>>>

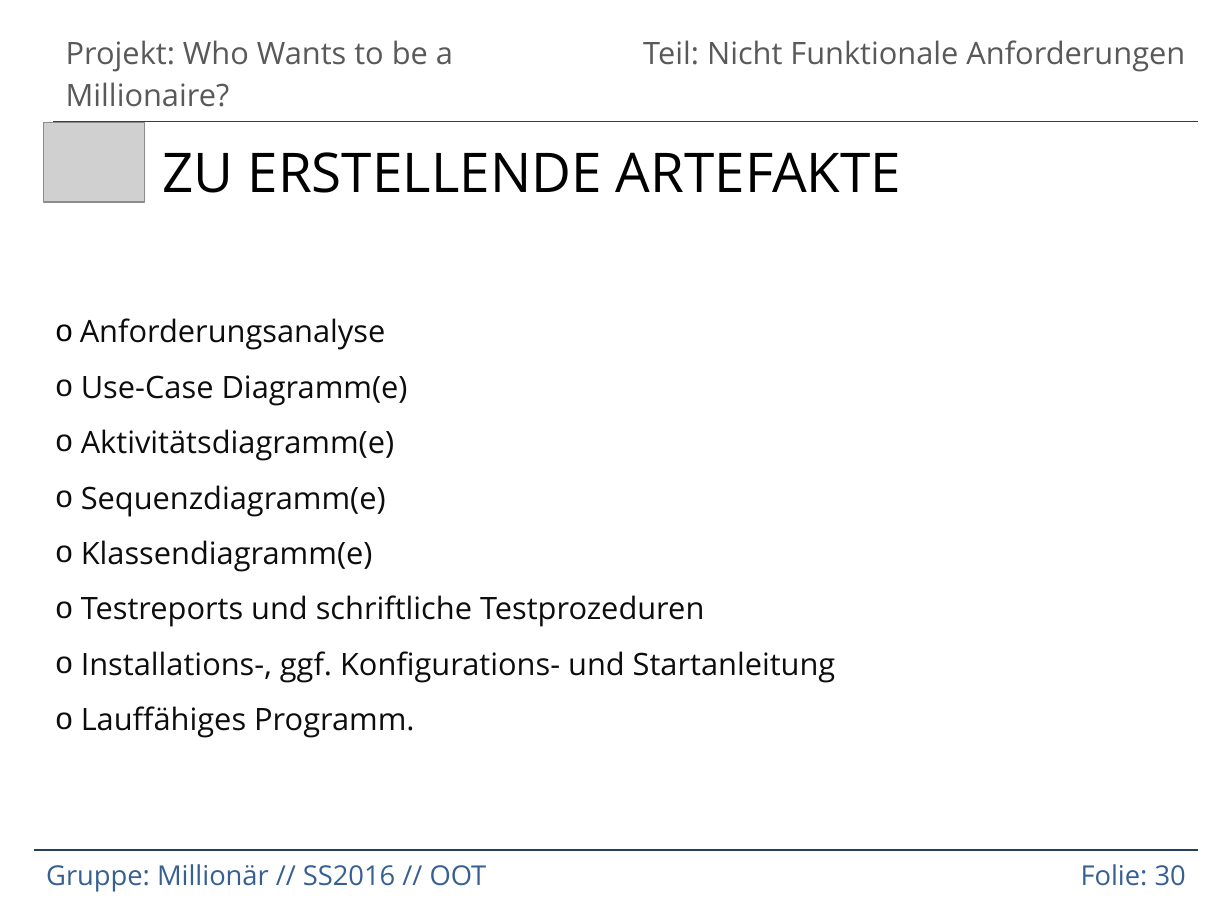
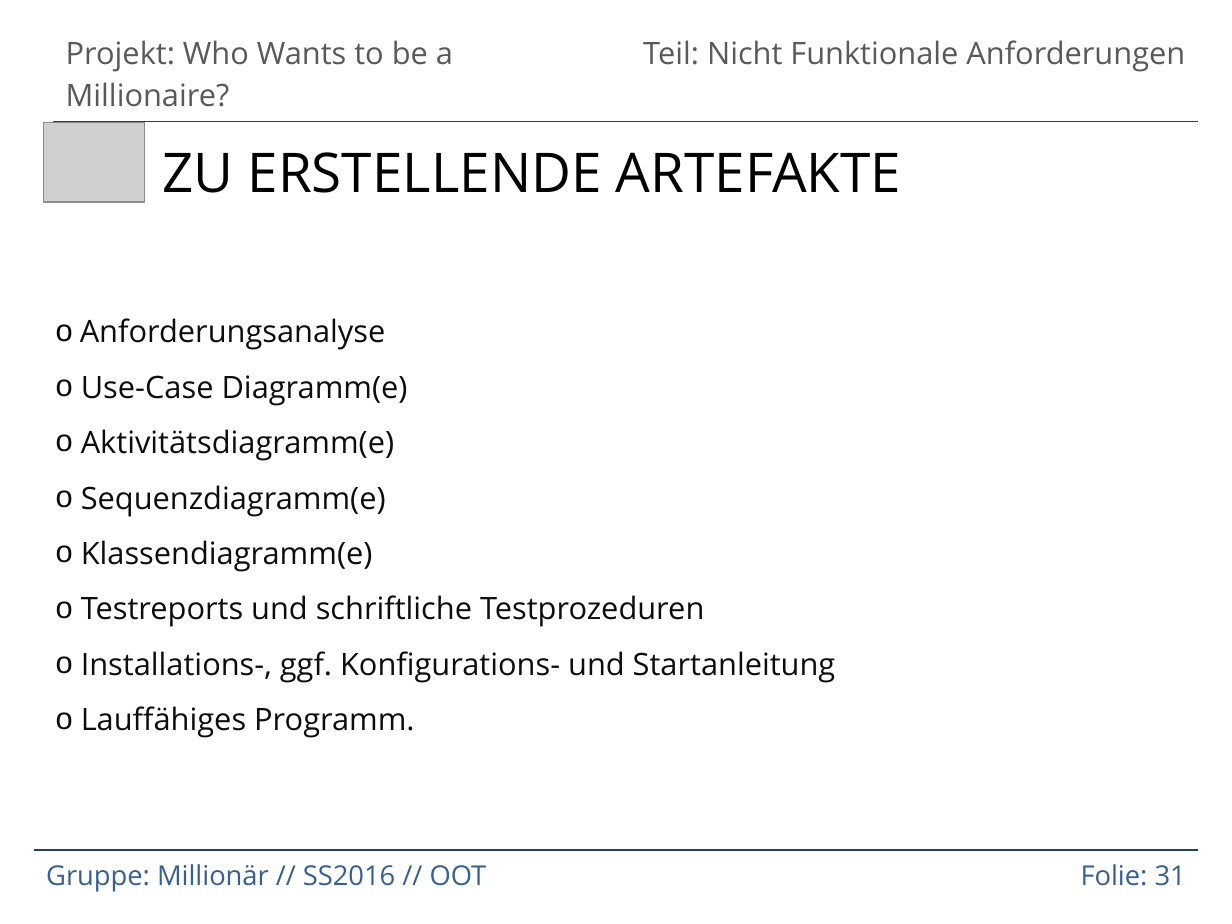
Before and after one commit to marcelherd/OOT-Projekt, a slide deck: slide 31 of Analyse/OOT-Projekt-Milestone-Presentation.pptx (slide 30 before the commit). Drawn at 1232x924 pixels with LibreOffice and Linux fonts; fonts in the diff are those of the drawing; grey boxes stand for pictures. Boxes give left, top, right and bottom in pixels: in the first picture for what was removed or moved away, otherwise in the second. Text is boxed around its words. In the diff, an @@ line names an element or a change of style, - is before the commit and + after.

```diff
--- a/Analyse/OOT-Projekt-Milestone-Presentation.pptx
+++ b/Analyse/OOT-Projekt-Milestone-Presentation.pptx
@@ table at (34,850,1198,901) @@
-row 1, column 2: Folie: 30
+row 1, column 2: Folie: 31
```
Also in this commit, not shown: 1 slide added, 2 other files.

<<<

▶ [Activity]: Report each line in the preceding entries that holds the string "Folie".

▶ [Answer to the problem]:
-row 1, column 2: Folie: 30
+row 1, column 2: Folie: 31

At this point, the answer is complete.